Isso não quer dizer que as empresas brasileiras não tiveram sucesso em suas operações, pelo contrário. Em dezembro de 2021, o Nubank abriu seu capital na Bolsa de Nova York, por exemplo.

Já no começo deste ano de 2026, foi a vez do PicPay e da Agibank, que também optaram pelo mercado externo. As empresas conseguiram levantar mais de US$ 750 milhões juntas, com o apetite dos investidores nacionais e estrangeiros.

Mas estes últimos cinco anos não foram negativos para a bolsa brasileira, que registra recordes históricos. O Ibovespa (IBOV) viu sua pontuação valorizar quase 60%, chegando ao patamar de quase 199 mil pontos.

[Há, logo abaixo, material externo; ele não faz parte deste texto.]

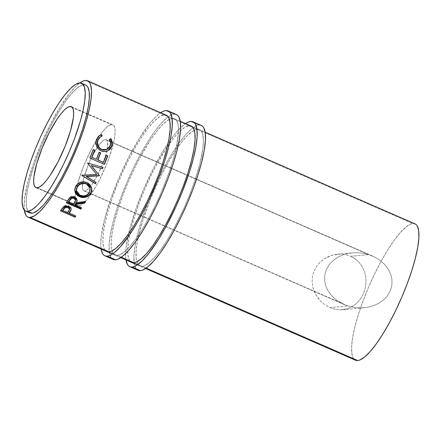 <?xml version="1.0" encoding="UTF-8"?>
<svg xmlns="http://www.w3.org/2000/svg" width="441" height="441" viewBox="0 0 441 441"><rect width="100%" height="100%" fill="white"/><g stroke="black" fill="none" stroke-linecap="round" stroke-linejoin="round"><path stroke-width="0.33" stroke-dasharray="2.21 1.65" d="M176.483 114.561A79.049 18.313 -66.4 0 0 174.096 114.219L165.805 110.597L174.096 114.219A79.049 18.313 -66.4 0 0 126.076 184.294A79.049 18.313 -66.4 0 0 113.188 259.435M172.37 118.497A74.397 17.232 -66.4 0 0 127.179 184.454A74.397 17.232 -66.4 0 0 115.051 255.174A74.397 17.232 -66.4 0 0 117.3 255.499L109.01 251.877L117.3 255.499A74.397 17.232 -66.4 0 0 162.492 189.542A74.397 17.232 -66.4 0 0 174.619 118.822A74.397 17.232 -66.4 0 0 172.37 118.497L164.085 114.875L172.37 118.497L174.145 118.651L175.639 119.461L176.835 120.922L178.291 125.729L178.462 132.895L176.306 147.432L173.341 159.107L169.283 171.852L161.494 191.901L155.453 205.142L149.008 217.683L142.404 229.05L135.889 238.796L129.72 246.552L124.13 252.02L119.34 254.992L117.3 255.499L115.525 255.345L114.032 254.534L112.841 253.073L111.38 248.266L111.209 241.1L112.334 231.861L114.704 220.891L118.232 208.621L122.78 195.523L128.177 182.094L134.218 168.853L140.662 156.312L150.552 139.847L156.924 131.054L162.834 124.412L168.049 120.172L172.37 118.497M115.051 255.174L106.761 251.552A74.397 17.232 113.6 0 1 118.888 180.832A74.397 17.232 113.6 0 1 164.085 114.875L159.758 116.551L154.543 120.79L148.634 127.432L142.267 136.225L135.674 146.831L129.114 158.843L122.841 171.797L117.097 185.192L112.097 198.522L108.039 211.272L105.074 222.942L103.321 233.096L102.847 241.343L103.663 247.357L104.55 249.452L105.746 250.912L107.235 251.723M101.094 249.077L100.741 244.964L101.243 236.205L104.528 219.386L110.57 199.47L118.85 178.164L128.651 157.31L139.13 138.7L149.394 123.938L155.667 116.876L160.662 112.725A79.049 18.313 113.6 0 0 119.765 176.047A79.049 18.313 113.6 0 0 101.094 249.077M165.855 115.029L164.085 114.875M176.466 114.555L174.096 114.219L171.929 114.759L166.836 117.912L160.899 123.723L154.344 131.964L147.421 142.322L140.403 154.394L133.551 167.718L127.14 181.786L121.402 196.052L116.567 209.977L112.819 223.008L110.3 234.662L109.109 244.485L109.291 252.098L110.84 257.208L112.108 258.757L113.695 259.617M201.355 125.426A79.049 18.313 -66.4 0 0 198.963 125.084L190.672 121.462L198.963 125.084A79.049 18.313 -66.4 0 0 150.943 195.159A79.049 18.313 -66.4 0 0 138.061 270.3M197.243 129.362A74.397 17.232 -66.4 0 0 152.051 195.319A74.397 17.232 -66.4 0 0 139.924 266.039A74.397 17.232 -66.4 0 0 142.167 266.364L133.882 262.742L142.167 266.364A74.397 17.232 -66.4 0 0 187.364 200.407A74.397 17.232 -66.4 0 0 199.492 129.687A74.397 17.232 -66.4 0 0 197.243 129.362L188.952 125.74L197.243 129.362L199.018 129.516L200.506 130.327L201.702 131.787L202.59 133.882L203.406 139.896L202.932 148.143L199.839 163.969L194.156 182.717L189.156 196.047L183.412 209.442L173.881 228.548L167.271 239.915L160.761 249.661L154.587 257.417L149.003 262.886L144.207 265.857L142.167 266.364L140.398 266.21L138.904 265.399L137.708 263.944L136.252 259.132L136.082 251.965L137.201 242.726L139.571 231.757L143.099 219.486L150.254 199.685L156.004 186.284L162.277 173.33L168.831 161.318L175.424 150.712L181.797 141.919L187.706 135.277L192.921 131.038L197.243 129.362M139.924 266.039L131.633 262.417A74.397 17.232 113.6 0 1 143.76 191.697A74.397 17.232 113.6 0 1 188.952 125.74L184.63 127.416L179.415 131.655L173.506 138.298L167.133 147.09L157.244 163.556L150.8 176.097L144.758 189.338L139.362 202.766L134.808 215.864L131.28 228.135L128.91 239.105L127.791 248.344L127.962 255.51L129.417 260.322L130.613 261.778L132.107 262.588M125.961 259.942L125.608 255.83L126.115 247.07L129.4 230.252L135.442 210.335L143.716 189.029L153.523 168.175L164.002 149.565L174.261 134.803L180.54 127.741L185.529 123.59A79.049 18.313 113.6 0 0 144.637 186.912A79.049 18.313 113.6 0 0 125.961 259.942M190.727 125.894L188.952 125.74M201.339 125.42L198.963 125.084L196.796 125.624L191.703 128.778L185.766 134.588L179.211 142.829L172.293 153.187L165.276 165.259L158.424 178.583L152.007 192.651L146.274 206.923L141.44 220.842L137.691 233.879L135.172 245.527L133.981 255.35L134.163 262.963L135.712 268.073L136.98 269.622L138.562 270.482M344.879 304.825L84.771 190.953A27.899 6.461 113.6 0 1 83.928 190.832A27.899 6.461 113.6 0 1 88.476 164.311A27.899 6.461 113.6 0 1 105.421 139.582L368.632 254.573L362.16 253.079L355.54 252.632L349.024 253.244L342.866 254.892L337.299 257.522L332.542 261.022L328.777 265.262L326.142 270.074L324.747 275.283L324.637 280.68L325.827 286.066L328.258 291.22L331.853 295.961L336.455 300.095L344.879 304.825L336.455 300.095L331.853 295.961L328.258 291.22L325.827 286.066L324.637 280.68L324.747 275.283L326.142 270.074L328.777 265.262L332.542 261.022L337.299 257.522L342.866 254.892L349.024 253.244L355.54 252.632L362.16 253.079L368.632 254.573L350.601 256.26L345.446 254.628L340.033 254.077L331.886 255.251L324.389 258.702L320.078 262.141L316.555 266.364L313.981 271.226L312.493 276.468L312.129 281.92L312.878 287.317L315.916 294.935L320.954 301.49L325.204 305.001L329.951 307.631L347.982 305.949L344.879 304.825M111.446 124.594A44.172 10.231 -66.4 0 0 84.611 163.754A44.172 10.231 -66.4 0 0 77.412 205.749A44.172 10.231 -66.4 0 0 78.746 205.941L37.298 187.827L78.746 205.941A44.172 10.231 -66.4 0 0 105.581 166.781A44.172 10.231 -66.4 0 0 112.78 124.786A44.172 10.231 -66.4 0 0 111.446 124.594L72.379 107.527L113.387 125.167L114.621 127.278L115.107 130.85L114.82 135.745L113.784 141.776L109.611 156.274L106.645 164.19L99.506 179.834L95.614 186.967L87.919 198.483L84.407 202.43L81.315 204.949L78.746 205.941L76.806 205.368L75.571 203.257L75.086 199.685L75.367 194.79L76.409 188.759L78.167 181.83L83.547 166.345L90.681 150.701L98.492 137.272L102.273 132.052L105.779 128.105L108.877 125.586L111.446 124.594M85.714 85.058A69.75 16.157 -66.4 0 0 83.608 84.749L79.463 82.941L83.608 84.749A69.75 16.157 -66.4 0 0 41.239 146.583A69.75 16.157 -66.4 0 0 29.867 212.882M109.01 251.877L121.308 257.246L109.01 251.877M133.882 262.742L146.18 268.117L133.882 262.742M415.031 223.857A74.397 17.232 -66.4 0 0 412.787 223.532L85.328 80.471L412.787 223.532A74.397 17.232 -66.4 0 0 367.59 289.483A74.397 17.232 -66.4 0 0 355.463 360.203M24.31 210.026A74.397 17.232 113.6 0 1 41.994 142.068A74.397 17.232 113.6 0 1 79.838 82.919L75.786 86.381L69.882 93.023L60.224 106.92L50.357 124.434L41.134 144.064L33.34 164.118L27.656 182.866L24.564 198.693L24.09 206.934L24.338 210.236M355.242 258.906L350.601 256.26L345.446 254.628L340.033 254.077L334.559 254.6L329.289 256.155L324.389 258.702L320.078 262.141L316.555 266.364L313.981 271.226L312.493 276.468L312.129 281.92L312.878 287.317L314.665 292.493L317.399 297.278L320.954 301.49L325.204 305.001L329.951 307.631L334.973 309.268L340.083 309.858L345.066 309.378L349.818 307.868L354.167 305.381L358.031 301.98L361.262 297.78L363.72 292.956L365.324 287.67L365.986 282.223L365.694 276.761L364.442 271.54L362.254 266.711L359.156 262.434L355.242 258.906L350.601 256.26L368.632 254.573L374.707 257.053L380.153 260.427L384.761 264.561L388.35 269.297L390.787 274.456L391.972 279.837L391.867 285.239L390.467 290.443L387.837 295.261L384.072 299.5L379.31 303L373.748 305.624L367.59 307.278L361.074 307.89L354.454 307.438L347.982 305.949L329.951 307.631L334.973 309.268L340.083 309.858L347.48 308.75L354.167 305.381L358.031 301.98L361.262 297.78L363.72 292.956L365.324 287.67L365.986 282.223L365.694 276.761L364.442 271.54L362.254 266.711L359.156 262.434L355.242 258.906M85.697 85.047L83.608 84.749L81.695 85.229L77.203 88.013L71.96 93.139L66.178 100.41L60.07 109.55L53.879 120.2L47.837 131.958L42.176 144.372L37.116 156.963L32.849 169.245L29.541 180.744L27.32 191.025L26.267 199.69L26.427 206.41L27.794 210.919L28.913 212.286L30.313 213.047M415.02 223.846L412.787 223.532L410.747 224.039L405.952 227.01L400.367 232.479L394.193 240.235L387.683 249.981L381.074 261.342L374.63 273.889L368.593 287.124L363.191 300.553L358.643 313.656L355.115 325.927L352.745 336.891L351.626 346.135L351.797 353.296L353.252 358.109L354.448 359.569L355.937 360.38M100.046 137.184L101.75 136.412L100.261 137.019M106.943 149.482L109.908 145.8C110.603 143.722 110.36 141.677 109.192 139.665L109.633 139.4L109.192 139.665L110.256 142.708L110.123 145.056L108.657 148.071L106.788 149.554M98.916 135.927L96.932 138.083L95.912 140.558L95.653 143.711L96.292 146.23L98.111 149.041L100.851 150.91L103.778 151.671L106.722 151.313C104.76 151.919 102.808 151.781 100.851 150.91L101.193 150.789L100.851 150.91C96.364 148.385 94.793 144.681 96.144 139.797L98.922 135.922M93.294 149.571L92.963 149.659L93.294 149.571M96.116 159.251A73.234 16.967 -66.4 0 0 98.916 152.261L99.242 152.173L98.916 152.261A73.234 16.967 113.6 0 1 96.116 159.251M103.183 162.338A73.234 16.967 -66.4 0 0 105.983 155.348L106.314 155.26L105.983 155.348A73.234 16.967 113.6 0 1 103.183 162.338M104.396 164.355L104.12 164.317A73.234 16.967 -66.4 0 0 104.148 164.25A73.234 16.967 -66.4 0 1 104.12 164.317L89.611 157.977A73.234 16.967 -66.4 0 0 92.963 149.659A73.234 16.967 113.6 0 1 89.611 157.977L104.396 164.355M102.825 167.348A73.234 16.967 -66.4 0 0 102.83 167.332L87.472 162.944L102.83 167.332A73.234 16.967 -66.4 0 1 102.825 167.348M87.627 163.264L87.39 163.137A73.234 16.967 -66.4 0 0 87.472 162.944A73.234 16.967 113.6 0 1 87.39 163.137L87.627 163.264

E a situação se dá mesmo em um cenário de alta taxa de juros, em que os investidores preferem mais a renda fixa do que a variável. Atualmente, a Selic opera em 14,5% ao ano, um dos patamares mais altos da última década.

Todo esse cenário, porém, deixa a B3 animada com os próximos capítulos do mercado de capitais no Brasil. A operadora da bolsa diz que há, pelo menos, 50 empresas esperando para oferecer capital social aos investidores, embora não haja uma opinião clara sobre os números para 2026.

"É um ano com bastante volatilidade, mas a gente acredita que este movimento é um movimento de reabertura de janela. Tem várias empresas que já estão com registro na CVM e que, portanto, estão bastante próximas do próximo passo, que é a abertura de capital na bolsa do Brasil", diz Viviane Basso, vice-presidente de operações da B3, em entrevista ao Valor.